Flash 2.0

Okay, let's break down how MMoE (Multi-gate Mixture-of-Experts) works in this paper and what the authors mean by adding experts on top of a shared hidden layer.

Understanding Multi-gate Mixture-of-Experts (MMoE)

At its core, MMoE is a neural network architecture designed for multi-task learning. This means it's built to handle scenarios where you have multiple related, but potentially conflicting, objectives to optimize for simultaneously. In the context of this paper, those objectives are things like predicting user clicks (engagement), and predicting user ratings (satisfaction).

Here's how MMoE works:

Shared Bottom Layer: The input features are first processed by a shared hidden layer. This layer learns a common representation of the input that's useful for all the different tasks.
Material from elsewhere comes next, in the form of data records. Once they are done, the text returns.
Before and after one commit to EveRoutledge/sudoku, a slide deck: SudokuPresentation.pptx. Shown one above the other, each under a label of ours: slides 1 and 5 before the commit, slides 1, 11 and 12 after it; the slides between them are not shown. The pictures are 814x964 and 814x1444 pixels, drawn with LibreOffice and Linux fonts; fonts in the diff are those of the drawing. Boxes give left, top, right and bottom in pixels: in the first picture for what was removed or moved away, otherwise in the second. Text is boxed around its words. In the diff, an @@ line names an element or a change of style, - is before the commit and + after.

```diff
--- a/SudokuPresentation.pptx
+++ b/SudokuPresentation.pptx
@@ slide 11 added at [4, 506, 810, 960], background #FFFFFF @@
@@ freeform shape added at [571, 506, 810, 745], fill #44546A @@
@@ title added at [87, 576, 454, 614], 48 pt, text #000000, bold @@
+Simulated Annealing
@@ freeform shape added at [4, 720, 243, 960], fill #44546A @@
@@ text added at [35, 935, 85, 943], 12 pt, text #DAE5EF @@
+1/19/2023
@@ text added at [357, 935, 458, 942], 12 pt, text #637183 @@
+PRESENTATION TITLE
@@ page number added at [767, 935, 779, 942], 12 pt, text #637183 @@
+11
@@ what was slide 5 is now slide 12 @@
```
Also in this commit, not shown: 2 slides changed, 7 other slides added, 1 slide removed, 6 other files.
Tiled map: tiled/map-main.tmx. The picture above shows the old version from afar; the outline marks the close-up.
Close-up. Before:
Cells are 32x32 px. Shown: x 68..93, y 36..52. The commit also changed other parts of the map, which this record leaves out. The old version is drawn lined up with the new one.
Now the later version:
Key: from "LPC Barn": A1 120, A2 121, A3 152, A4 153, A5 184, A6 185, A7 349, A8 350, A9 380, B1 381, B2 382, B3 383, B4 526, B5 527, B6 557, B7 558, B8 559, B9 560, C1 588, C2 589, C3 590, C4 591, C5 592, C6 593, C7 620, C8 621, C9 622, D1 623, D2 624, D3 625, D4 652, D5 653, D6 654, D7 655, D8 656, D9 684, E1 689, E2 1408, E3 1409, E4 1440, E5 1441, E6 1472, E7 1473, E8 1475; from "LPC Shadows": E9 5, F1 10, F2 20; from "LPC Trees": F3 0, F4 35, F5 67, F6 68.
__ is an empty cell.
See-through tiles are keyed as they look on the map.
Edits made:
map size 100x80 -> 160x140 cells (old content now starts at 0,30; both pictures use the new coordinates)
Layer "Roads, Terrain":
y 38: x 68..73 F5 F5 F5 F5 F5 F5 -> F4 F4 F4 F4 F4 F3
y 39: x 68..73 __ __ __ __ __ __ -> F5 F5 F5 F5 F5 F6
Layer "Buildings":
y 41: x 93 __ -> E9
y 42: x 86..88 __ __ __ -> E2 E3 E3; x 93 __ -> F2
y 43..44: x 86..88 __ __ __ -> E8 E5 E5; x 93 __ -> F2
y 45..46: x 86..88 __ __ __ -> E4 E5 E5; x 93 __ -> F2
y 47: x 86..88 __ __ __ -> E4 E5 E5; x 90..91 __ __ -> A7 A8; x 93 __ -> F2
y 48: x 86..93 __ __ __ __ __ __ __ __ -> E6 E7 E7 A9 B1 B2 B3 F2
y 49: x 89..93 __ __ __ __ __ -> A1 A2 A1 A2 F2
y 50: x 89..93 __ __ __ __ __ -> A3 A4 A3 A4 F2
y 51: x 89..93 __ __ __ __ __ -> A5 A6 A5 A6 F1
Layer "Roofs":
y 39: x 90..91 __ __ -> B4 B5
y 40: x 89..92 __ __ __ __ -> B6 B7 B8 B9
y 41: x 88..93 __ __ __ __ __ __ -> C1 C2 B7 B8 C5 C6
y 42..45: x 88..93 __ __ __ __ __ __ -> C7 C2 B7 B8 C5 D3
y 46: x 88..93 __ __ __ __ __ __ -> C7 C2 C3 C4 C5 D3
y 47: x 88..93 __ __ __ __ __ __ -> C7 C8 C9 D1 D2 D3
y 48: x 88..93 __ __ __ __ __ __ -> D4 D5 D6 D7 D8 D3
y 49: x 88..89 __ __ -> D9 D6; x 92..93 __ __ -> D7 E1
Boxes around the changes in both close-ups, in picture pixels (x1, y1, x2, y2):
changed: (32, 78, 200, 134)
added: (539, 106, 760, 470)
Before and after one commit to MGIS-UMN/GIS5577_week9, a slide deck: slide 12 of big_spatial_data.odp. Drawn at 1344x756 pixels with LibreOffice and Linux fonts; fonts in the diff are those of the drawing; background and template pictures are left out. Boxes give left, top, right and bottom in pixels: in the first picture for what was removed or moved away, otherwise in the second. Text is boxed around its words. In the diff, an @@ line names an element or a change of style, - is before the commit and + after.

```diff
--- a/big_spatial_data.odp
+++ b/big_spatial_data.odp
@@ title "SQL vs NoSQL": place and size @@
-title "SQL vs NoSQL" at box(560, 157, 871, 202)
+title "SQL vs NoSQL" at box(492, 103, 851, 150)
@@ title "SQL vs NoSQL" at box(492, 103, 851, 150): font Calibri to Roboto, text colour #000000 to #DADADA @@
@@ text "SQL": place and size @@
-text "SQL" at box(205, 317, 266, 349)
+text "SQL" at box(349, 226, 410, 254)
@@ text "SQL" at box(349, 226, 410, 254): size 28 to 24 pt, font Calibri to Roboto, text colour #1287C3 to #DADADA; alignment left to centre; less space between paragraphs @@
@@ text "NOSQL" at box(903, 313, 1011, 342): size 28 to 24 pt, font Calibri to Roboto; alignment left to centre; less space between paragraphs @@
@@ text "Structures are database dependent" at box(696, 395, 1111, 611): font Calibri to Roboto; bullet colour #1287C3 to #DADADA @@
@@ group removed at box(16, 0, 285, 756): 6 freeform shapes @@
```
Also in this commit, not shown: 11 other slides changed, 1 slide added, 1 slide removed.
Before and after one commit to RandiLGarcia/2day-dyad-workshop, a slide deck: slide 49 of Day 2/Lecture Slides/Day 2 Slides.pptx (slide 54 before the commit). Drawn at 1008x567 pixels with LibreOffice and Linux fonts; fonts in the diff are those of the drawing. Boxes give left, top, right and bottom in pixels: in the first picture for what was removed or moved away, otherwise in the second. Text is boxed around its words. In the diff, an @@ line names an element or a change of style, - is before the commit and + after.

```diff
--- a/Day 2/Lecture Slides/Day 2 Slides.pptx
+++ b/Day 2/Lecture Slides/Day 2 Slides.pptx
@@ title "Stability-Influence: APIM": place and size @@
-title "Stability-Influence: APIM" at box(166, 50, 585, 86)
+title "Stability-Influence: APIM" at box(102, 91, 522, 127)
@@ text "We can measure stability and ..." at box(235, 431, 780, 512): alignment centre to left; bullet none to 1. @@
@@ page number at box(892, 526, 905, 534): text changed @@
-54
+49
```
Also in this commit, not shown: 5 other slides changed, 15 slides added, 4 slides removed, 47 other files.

This is similar to how traditional multi-task learning often works, where parameters are shared between tasks.
Experts: Instead of directly passing the output of the shared layer to each task's prediction layer, MMoE introduces "experts." Each expert is a separate neural network (in this case, a multilayer perceptron). These experts are designed to learn different aspects of the data. Think of them as specialists that focus on different patterns or relationships in the input.
Gating Networks: For each task, there's a separate gating network. These gating networks take the output of the shared hidden layer as input and output a weight vector. The size of the vector is equal to the number of experts. This weight vector determines how much each expert contributes to the prediction for that specific task.
Weighted Combination of Experts: The output of the experts is combined using the weights provided by the gating network for each task. So, for a particular task, some experts might have a higher weight (contributing more to the final prediction), while others might have a lower weight (contributing less).
Task-Specific Prediction Layers: Finally, the weighted output of the experts is passed through a task-specific prediction layer (e.g., a softmax layer for classification or a linear layer for regression).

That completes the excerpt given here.